Assignment:
Please repeat, from the entries that follow, the lines from the one containing "far_z = RELIEF_LOW_Z" through the one containing "result = cut_relief(result)" exactly, adding nothing.

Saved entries
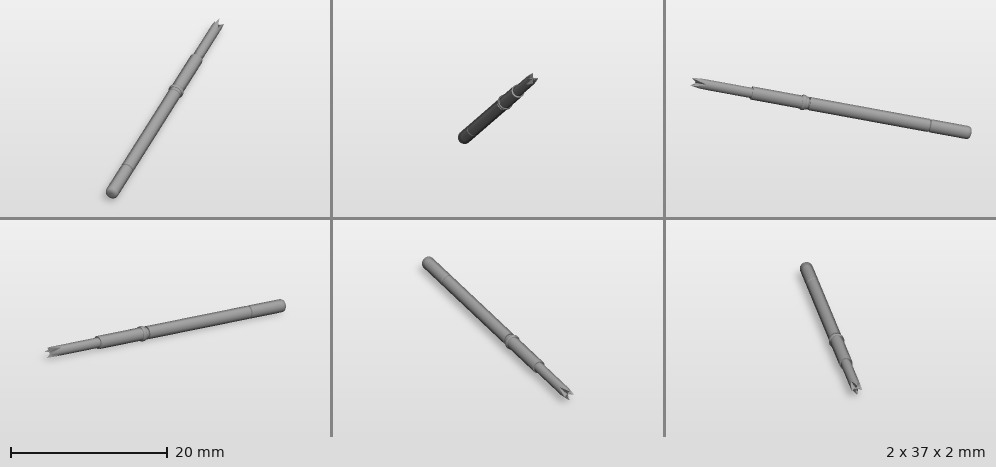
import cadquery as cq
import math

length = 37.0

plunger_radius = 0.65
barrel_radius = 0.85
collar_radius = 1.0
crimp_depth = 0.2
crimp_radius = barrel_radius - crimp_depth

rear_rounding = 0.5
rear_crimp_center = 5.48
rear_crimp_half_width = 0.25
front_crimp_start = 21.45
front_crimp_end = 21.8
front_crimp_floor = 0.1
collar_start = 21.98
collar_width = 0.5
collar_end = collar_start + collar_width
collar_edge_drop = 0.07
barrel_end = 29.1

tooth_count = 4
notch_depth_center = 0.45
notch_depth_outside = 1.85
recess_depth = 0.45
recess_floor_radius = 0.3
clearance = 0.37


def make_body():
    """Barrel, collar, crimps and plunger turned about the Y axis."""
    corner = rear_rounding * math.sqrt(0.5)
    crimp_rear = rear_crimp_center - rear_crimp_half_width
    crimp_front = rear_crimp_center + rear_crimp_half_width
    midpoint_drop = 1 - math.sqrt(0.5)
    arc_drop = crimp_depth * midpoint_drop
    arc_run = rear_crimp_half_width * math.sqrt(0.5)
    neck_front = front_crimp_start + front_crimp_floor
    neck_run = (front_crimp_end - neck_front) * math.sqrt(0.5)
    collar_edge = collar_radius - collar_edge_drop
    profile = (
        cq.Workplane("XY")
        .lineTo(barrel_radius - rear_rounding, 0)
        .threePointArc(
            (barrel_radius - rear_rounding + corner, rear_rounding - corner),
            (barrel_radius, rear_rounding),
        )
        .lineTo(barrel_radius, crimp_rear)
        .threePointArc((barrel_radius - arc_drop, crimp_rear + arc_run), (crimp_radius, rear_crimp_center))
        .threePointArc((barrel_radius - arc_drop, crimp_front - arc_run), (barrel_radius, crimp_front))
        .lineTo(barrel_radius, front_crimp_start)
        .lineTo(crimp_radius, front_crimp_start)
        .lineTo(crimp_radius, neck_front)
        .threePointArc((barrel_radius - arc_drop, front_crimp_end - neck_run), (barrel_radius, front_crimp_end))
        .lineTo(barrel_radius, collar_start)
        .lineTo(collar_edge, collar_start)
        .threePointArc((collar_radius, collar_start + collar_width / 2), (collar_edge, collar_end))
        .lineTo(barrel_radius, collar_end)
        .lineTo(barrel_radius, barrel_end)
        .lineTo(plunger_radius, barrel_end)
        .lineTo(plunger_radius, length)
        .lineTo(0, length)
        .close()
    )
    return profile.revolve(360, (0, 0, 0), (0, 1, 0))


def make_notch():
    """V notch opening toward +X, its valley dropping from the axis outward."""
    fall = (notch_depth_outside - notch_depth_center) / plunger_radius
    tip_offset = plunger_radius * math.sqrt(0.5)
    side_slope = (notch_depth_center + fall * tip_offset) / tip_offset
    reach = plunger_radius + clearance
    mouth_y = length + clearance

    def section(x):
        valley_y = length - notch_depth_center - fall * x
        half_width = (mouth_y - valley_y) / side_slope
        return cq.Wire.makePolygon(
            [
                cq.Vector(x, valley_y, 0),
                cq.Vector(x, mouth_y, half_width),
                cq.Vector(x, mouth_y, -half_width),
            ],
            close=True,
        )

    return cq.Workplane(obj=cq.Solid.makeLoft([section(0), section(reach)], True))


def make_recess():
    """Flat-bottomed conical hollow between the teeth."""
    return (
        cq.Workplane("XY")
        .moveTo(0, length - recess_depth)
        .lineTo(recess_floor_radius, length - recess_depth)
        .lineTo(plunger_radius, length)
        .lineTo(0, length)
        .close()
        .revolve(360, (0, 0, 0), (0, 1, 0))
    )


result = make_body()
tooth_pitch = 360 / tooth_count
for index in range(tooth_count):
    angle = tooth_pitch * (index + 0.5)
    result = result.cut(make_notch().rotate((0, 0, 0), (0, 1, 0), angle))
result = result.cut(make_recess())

--

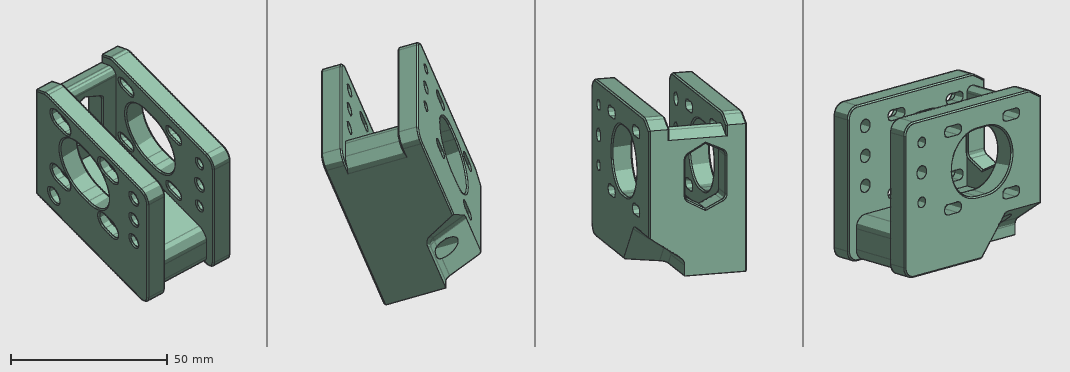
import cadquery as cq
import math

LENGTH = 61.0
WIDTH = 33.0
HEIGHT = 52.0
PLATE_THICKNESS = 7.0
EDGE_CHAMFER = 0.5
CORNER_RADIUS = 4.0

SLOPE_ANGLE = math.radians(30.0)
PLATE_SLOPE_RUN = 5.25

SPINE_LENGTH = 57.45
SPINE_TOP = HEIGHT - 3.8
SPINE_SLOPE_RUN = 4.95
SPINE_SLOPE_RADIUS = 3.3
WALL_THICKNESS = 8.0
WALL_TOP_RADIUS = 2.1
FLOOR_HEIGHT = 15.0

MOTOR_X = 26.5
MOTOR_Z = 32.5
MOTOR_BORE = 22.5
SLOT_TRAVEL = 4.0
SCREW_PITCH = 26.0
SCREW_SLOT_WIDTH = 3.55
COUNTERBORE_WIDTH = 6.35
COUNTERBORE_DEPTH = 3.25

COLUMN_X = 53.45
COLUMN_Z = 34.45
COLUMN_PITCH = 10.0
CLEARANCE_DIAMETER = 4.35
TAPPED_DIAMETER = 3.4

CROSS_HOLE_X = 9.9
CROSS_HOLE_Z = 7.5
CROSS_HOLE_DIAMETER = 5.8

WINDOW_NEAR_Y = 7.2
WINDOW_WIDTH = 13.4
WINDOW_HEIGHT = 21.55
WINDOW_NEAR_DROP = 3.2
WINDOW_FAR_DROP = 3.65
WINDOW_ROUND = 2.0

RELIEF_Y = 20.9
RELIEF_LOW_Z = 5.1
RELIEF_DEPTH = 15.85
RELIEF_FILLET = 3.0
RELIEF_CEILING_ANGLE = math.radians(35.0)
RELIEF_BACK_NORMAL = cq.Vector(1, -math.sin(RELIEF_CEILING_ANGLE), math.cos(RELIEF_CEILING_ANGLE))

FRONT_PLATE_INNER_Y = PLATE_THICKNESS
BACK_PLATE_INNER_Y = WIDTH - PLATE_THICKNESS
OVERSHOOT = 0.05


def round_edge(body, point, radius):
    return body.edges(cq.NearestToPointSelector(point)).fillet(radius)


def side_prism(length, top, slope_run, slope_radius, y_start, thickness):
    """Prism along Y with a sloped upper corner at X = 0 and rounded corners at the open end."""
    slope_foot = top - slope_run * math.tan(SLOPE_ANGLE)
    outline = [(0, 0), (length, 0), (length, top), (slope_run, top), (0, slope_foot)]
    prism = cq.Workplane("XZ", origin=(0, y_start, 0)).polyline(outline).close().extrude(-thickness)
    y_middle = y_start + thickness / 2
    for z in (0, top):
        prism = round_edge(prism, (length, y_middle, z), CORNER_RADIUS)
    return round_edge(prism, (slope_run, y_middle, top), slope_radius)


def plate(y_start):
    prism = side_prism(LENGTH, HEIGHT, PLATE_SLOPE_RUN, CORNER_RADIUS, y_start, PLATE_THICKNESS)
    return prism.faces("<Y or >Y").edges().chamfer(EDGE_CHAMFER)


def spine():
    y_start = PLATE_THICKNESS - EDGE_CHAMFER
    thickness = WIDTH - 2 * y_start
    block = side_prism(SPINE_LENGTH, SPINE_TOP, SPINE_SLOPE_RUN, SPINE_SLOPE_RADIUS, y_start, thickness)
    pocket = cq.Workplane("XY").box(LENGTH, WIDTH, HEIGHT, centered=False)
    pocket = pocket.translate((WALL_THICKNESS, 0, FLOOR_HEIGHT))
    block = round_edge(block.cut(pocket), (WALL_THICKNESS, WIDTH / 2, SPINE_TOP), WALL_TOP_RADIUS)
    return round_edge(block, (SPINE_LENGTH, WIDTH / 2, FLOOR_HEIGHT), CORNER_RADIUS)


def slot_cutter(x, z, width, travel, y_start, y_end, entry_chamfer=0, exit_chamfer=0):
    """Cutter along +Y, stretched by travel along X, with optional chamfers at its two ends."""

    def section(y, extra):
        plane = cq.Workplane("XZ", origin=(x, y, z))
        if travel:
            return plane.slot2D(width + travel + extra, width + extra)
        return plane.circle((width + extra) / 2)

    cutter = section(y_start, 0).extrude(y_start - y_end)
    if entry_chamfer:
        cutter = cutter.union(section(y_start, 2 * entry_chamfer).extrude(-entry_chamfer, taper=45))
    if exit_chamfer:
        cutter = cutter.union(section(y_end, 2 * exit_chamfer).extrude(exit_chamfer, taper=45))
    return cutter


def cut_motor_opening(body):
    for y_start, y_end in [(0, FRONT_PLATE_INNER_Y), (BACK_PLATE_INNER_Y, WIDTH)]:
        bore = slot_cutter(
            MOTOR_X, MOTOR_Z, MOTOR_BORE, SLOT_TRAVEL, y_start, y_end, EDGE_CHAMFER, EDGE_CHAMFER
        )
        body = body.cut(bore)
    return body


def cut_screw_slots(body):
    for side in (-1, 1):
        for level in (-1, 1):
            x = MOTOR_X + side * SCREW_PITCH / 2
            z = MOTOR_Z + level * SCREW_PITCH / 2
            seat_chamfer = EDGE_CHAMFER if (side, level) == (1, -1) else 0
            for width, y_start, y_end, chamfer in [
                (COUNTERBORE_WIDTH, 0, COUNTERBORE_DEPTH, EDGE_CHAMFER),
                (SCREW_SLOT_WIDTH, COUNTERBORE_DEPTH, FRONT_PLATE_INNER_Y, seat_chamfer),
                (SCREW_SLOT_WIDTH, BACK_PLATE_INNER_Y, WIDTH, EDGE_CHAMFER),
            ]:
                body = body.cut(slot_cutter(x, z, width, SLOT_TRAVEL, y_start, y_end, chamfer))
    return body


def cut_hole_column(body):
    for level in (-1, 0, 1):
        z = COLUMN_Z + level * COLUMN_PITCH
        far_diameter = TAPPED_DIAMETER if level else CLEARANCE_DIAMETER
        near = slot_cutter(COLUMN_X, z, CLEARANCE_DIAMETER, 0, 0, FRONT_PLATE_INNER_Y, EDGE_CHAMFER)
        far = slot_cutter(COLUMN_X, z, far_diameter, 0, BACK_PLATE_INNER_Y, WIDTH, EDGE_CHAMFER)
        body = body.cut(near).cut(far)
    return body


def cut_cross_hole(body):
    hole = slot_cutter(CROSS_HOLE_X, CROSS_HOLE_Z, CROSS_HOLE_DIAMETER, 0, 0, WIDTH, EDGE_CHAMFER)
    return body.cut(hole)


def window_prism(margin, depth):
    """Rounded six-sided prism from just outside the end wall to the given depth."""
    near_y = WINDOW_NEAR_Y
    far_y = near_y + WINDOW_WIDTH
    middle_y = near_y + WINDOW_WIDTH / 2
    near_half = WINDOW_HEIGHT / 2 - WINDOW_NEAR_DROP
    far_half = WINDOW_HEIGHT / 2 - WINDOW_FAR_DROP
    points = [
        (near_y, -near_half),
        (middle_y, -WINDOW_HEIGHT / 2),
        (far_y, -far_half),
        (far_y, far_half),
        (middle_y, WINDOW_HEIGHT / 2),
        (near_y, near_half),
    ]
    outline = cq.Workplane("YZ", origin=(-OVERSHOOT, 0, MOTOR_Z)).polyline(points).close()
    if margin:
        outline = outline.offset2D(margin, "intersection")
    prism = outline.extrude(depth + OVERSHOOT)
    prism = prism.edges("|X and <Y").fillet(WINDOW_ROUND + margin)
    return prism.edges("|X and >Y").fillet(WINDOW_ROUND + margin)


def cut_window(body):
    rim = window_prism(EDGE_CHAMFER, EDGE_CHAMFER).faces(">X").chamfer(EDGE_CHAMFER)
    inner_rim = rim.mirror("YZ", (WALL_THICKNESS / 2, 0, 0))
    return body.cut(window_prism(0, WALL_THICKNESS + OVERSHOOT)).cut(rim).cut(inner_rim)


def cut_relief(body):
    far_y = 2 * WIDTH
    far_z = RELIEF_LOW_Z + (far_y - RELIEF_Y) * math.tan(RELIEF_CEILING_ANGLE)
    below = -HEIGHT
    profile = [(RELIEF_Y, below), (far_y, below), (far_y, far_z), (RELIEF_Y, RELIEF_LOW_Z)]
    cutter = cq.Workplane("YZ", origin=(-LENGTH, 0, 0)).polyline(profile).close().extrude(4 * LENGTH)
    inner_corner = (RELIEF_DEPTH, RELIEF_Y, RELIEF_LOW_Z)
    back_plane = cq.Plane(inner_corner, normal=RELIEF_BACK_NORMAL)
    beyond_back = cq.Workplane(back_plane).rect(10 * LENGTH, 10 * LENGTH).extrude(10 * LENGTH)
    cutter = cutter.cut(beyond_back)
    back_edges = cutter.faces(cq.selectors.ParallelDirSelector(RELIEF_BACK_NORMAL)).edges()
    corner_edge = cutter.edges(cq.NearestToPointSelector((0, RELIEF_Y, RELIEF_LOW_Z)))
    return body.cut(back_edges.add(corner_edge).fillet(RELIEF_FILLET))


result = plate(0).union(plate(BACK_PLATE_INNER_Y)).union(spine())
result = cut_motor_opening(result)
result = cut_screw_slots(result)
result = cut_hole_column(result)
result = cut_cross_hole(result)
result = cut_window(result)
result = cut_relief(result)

Answer section:
    far_z = RELIEF_LOW_Z + (far_y - RELIEF_Y) * math.tan(RELIEF_CEILING_ANGLE)
    below = -HEIGHT
    profile = [(RELIEF_Y, below), (far_y, below), (far_y, far_z), (RELIEF_Y, RELIEF_LOW_Z)]
    cutter = cq.Workplane("YZ", origin=(-LENGTH, 0, 0)).polyline(profile).close().extrude(4 * LENGTH)
    inner_corner = (RELIEF_DEPTH, RELIEF_Y, RELIEF_LOW_Z)
    back_plane = cq.Plane(inner_corner, normal=RELIEF_BACK_NORMAL)
    beyond_back = cq.Workplane(back_plane).rect(10 * LENGTH, 10 * LENGTH).extrude(10 * LENGTH)
    cutter = cutter.cut(beyond_back)
    back_edges = cutter.faces(cq.selectors.ParallelDirSelector(RELIEF_BACK_NORMAL)).edges()
    corner_edge = cutter.edges(cq.NearestToPointSelector((0, RELIEF_Y, RELIEF_LOW_Z)))
    return body.cut(back_edges.add(corner_edge).fillet(RELIEF_FILLET))


result = plate(0).union(plate(BACK_PLATE_INNER_Y)).union(spine())
result = cut_motor_opening(result)
result = cut_screw_slots(result)
result = cut_hole_column(result)
result = cut_cross_hole(result)
result = cut_window(result)
result = cut_relief(result)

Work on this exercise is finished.